Christian Heroism
Proverbs 16:32
He that is slow to anger is better than the mighty; and he that rules his spirit than he that takes a city.

I. WHAT IS IT TO RULE THE SPIRIT? Spirit is used sometimes for the thoughts of the mind, the passions of the heart, the emotions of sense, phantoms of imagination, and illusions of concupiscence. To rule the spirit is never to suffer one's self to be prejudiced by false ideas, always to see things in their true point of view, to regulate our hatred and our love, our desires and our inactivity, exactly according to the knowledge we have obtained after mature deliberation that objects are worthy of our esteem or deserve our aversion that they are worth obtaining or proper to be neglected. Consider man —

1. In regard to his natural dispositions. Man finds himself the slave of his heart, instead of being the master of it. He finds himself indisposed to truth and virtue, and conciliatory to vice and falsehood. Who does not feel in himself and observe in others a resistance to the practice of virtue? By virtue understand an universal disposition of an intelligent soul to devote itself to order, and to regulate its conduct as order requires. To avoid vice is to desist from everything contrary to order, from slander and anger, from indolence and voluptuousness, and so on. We bring into the world propensities hostile and fatal to such obligations. Some of these are in the body, and some are in the mind. As we feel in our constitution obstacles to virtue and propensities to vice, so we perceive also inclinations to error and obstacles to truth. Every vice, every irregular passion, includes this error, that a man who gratifies his passion is happier than he who restrains and moderates it. The disposition of mind indicated by the term "ruling the spirit" supposes labour, constraint, and exercise. A man who would rule his spirit must recreate himself.

2. In regard to surrounding objects. Society is composed of many enemies, who seem to be taking pains to increase those difficulties which our natural dispositions oppose against truth and virtue. Everywhere around us are false judgments, errors, mistakes, and preju-dices — prejudices of birth, education, country, religion, friendship, trade or profession, and of fortune. What efforts must a man make to hold his soul in perpetual equilibrium, to maintain himself against so many prejudices! As the men around us fascinate us by their errors, so they decoy us into vice by their example. To resist example we must incessantly oppose those natural inclinations which urge us to imitation. To resist example we must love virtue for virtue's sake.

3. In regard to the habits which man has contracted. Most men have done more acts of vice than of virtue; consequently we contribute by our way of living to join to the depravity of nature that which comes from exercise and habit. What a task, when we endeavour to prevent the return of ideas which for many years our minds have revolved!

II. PROVE THE TRUTH OF THE STATEMENT OF THE TEXT. By one who takes a city Solomon means a man who lives upon victories and conquests — a hero in the world's sense. He that ruleth his spirit discovers more fortitude, more magnanimity, and more courage. Compare the worldly with the Christian hero in four particulars.
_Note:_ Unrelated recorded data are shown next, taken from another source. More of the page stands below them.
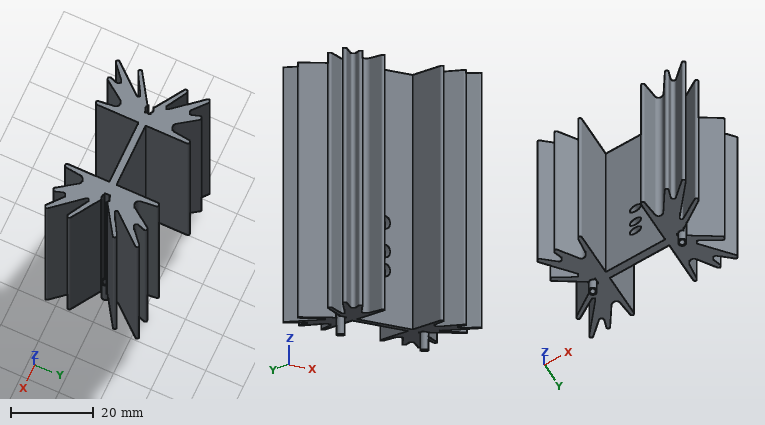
import math

import cadquery as cq

TOTAL_HEIGHT = 68.0
WIDTH = 42.0
DEPTH = 25.0

PIN_PROTRUSION = 4.35
SINK_HEIGHT = TOTAL_HEIGHT - PIN_PROTRUSION
WEB_THICKNESS = 1.9
CHANNEL_WIDTH = 16.85

TIP_RADIUS = 0.51
OUTER_TIP_X = WIDTH / 2 - TIP_RADIUS
TOP_TIP_Y = DEPTH / 2 - TIP_RADIUS
INNER_TIP_X = CHANNEL_WIDTH / 2 + TIP_RADIUS
MIDDLE_TIP_X = 15.7
SIDE_TIP_Y = 6.05
INNER_VALLEY = (11.0, 8.15, 1.15)
MIDDLE_VALLEY = (16.25, 9.85, 0.7)
OUTER_VALLEY = (14.95, 3.95, 0.5)

PIN_X = 12.7
PIN_DIAMETER = 2.05
PIN_HOLE_DIAMETER = 1.4
PIN_INSERTION = 5.65
PIN_LENGTH = PIN_PROTRUSION + PIN_INSERTION
BORE_DIAMETER = PIN_DIAMETER
RELIEF_WIDTH = 1.4
RELIEF_DEPTH = 1.15
LIP_X = PIN_X + 0.8
LIP_HALF_HEIGHT = 0.9

SCREW_HOLE_DIAMETER = 3.2
SCREW_HOLE_HEIGHTS = (13.6, 18.35, 25.5)


def crossing_tangent(start, end, start_turn):
    """Ends of the line that crosses between two discs (x, y, radius).

    start_turn is 1 when the outline goes counterclockwise round the first disc
    and -1 when it goes clockwise; it goes the other way round the second disc.
    """
    x1, y1, r1 = start
    x2, y2, r2 = end
    distance = math.hypot(x2 - x1, y2 - y1)
    heading = math.atan2(y2 - y1, x2 - x1)
    departure = heading - start_turn * math.acos((r1 + r2) / distance)
    leave = (x1 + r1 * math.cos(departure), y1 + r1 * math.sin(departure))
    arrive = (x2 - r2 * math.cos(departure), y2 - r2 * math.sin(departure))
    return leave, arrive


def arc_middle(disc, start, end):
    """Point of a disc's edge halfway between two of its edge points, on the shorter arc."""
    x, y, radius = disc
    toward_x = (start[0] + end[0]) / 2 - x
    toward_y = (start[1] + end[1]) / 2 - y
    length = math.hypot(toward_x, toward_y)
    return (x + radius * toward_x / length, y + radius * toward_y / length)


def make_fin_quarter():
    """Half of the fin cluster at x > 0: the part at y > 0, at full height."""
    discs = [
        (INNER_TIP_X, TOP_TIP_Y, TIP_RADIUS),
        INNER_VALLEY,
        (MIDDLE_TIP_X, TOP_TIP_Y, TIP_RADIUS),
        MIDDLE_VALLEY,
        (OUTER_TIP_X, TOP_TIP_Y, TIP_RADIUS),
        OUTER_VALLEY,
        (OUTER_TIP_X, SIDE_TIP_Y, TIP_RADIUS),
    ]
    lip_corner = (LIP_X, LIP_HALF_HEIGHT, 0)
    arrive = (CHANNEL_WIDTH / 2, TOP_TIP_Y)
    outline = cq.Workplane("XY").moveTo(CHANNEL_WIDTH / 2, 0).lineTo(*arrive)
    turn = -1
    for disc, following in zip(discs, discs[1:] + [lip_corner]):
        leave, next_arrive = crossing_tangent(disc, following, turn)
        outline = outline.threePointArc(arc_middle(disc, arrive, leave), leave).lineTo(*next_arrive)
        arrive = next_arrive
        turn = -turn
    return outline.lineTo(LIP_X, 0).close().extrude(SINK_HEIGHT)


def make_bore():
    """Cutter for the pin bore at x > 0: a round hole with a flat-backed relief toward the web."""
    hole = cq.Workplane("XY", origin=(PIN_X, 0, 0)).circle(BORE_DIAMETER / 2).extrude(SINK_HEIGHT)
    relief = cq.Workplane("XY", origin=(PIN_X - RELIEF_DEPTH / 2, 0, 0)).box(
        RELIEF_DEPTH, RELIEF_WIDTH, SINK_HEIGHT, centered=(True, True, False)
    )
    return hole.union(relief)


def make_heat_sink():
    """Web with a fin cluster at each end, drilled for the screws and the pins."""
    quarter = make_fin_quarter()
    half = quarter.union(quarter.mirror("XZ"))
    web = cq.Workplane("XY").box(
        CHANNEL_WIDTH, WEB_THICKNESS, SINK_HEIGHT, centered=(True, True, False)
    )
    sink = half.union(half.mirror("YZ")).union(web)

    bore = make_bore()
    screw_holes = (
        cq.Workplane("XZ")
        .pushPoints([(0, height) for height in SCREW_HOLE_HEIGHTS])
        .circle(SCREW_HOLE_DIAMETER / 2)
        .extrude(WEB_THICKNESS, both=True)
    )
    return sink.cut(screw_holes).cut(bore).cut(bore.mirror("YZ"))


def make_pin(x):
    """Hollow pin that hangs below the sink, its upper part in a bore."""
    return (
        cq.Workplane("XY", origin=(x, 0, -PIN_PROTRUSION))
        .circle(PIN_DIAMETER / 2)
        .circle(PIN_HOLE_DIAMETER / 2)
        .extrude(PIN_LENGTH)
    )


heat_sink = make_heat_sink()
pins = [make_pin(x) for x in (-PIN_X, PIN_X)]

result = cq.Compound.makeCompound([heat_sink.val(), *[pin.val() for pin in pins]])

1. The motives which animate them.

2. The exploits they perform.

3. The enemies they attack.

4. The rewards they obtain.The enemy whom the Christian combats is his own heart; for he is required to turn his arms against himself. He must actually deny himself. Let us religiously abide by our principle. The duty of an intelligent soul is to adhere to truth, and to practise virtue. We are born with a disinclination to both. Let us not be dismayed with the greatness of the task of ruling our spirit. "Greater is He that is in us, than he that is in the world." Grace comes to the aid of nature. Prayer gains strength by exercise. The passions, after having been tyrants, become slaves in their turn. The danger and pain of battle vanish when the eyes get sight of conquest. How inconceivably beautiful is victory then!

(J. Saurin.)

Parallel Verses
KJV: He that is slow to anger is better than the mighty; and he that ruleth his spirit than he that taketh a city.

WEB: One who is slow to anger is better than the mighty; one who rules his spirit, than he who takes a city.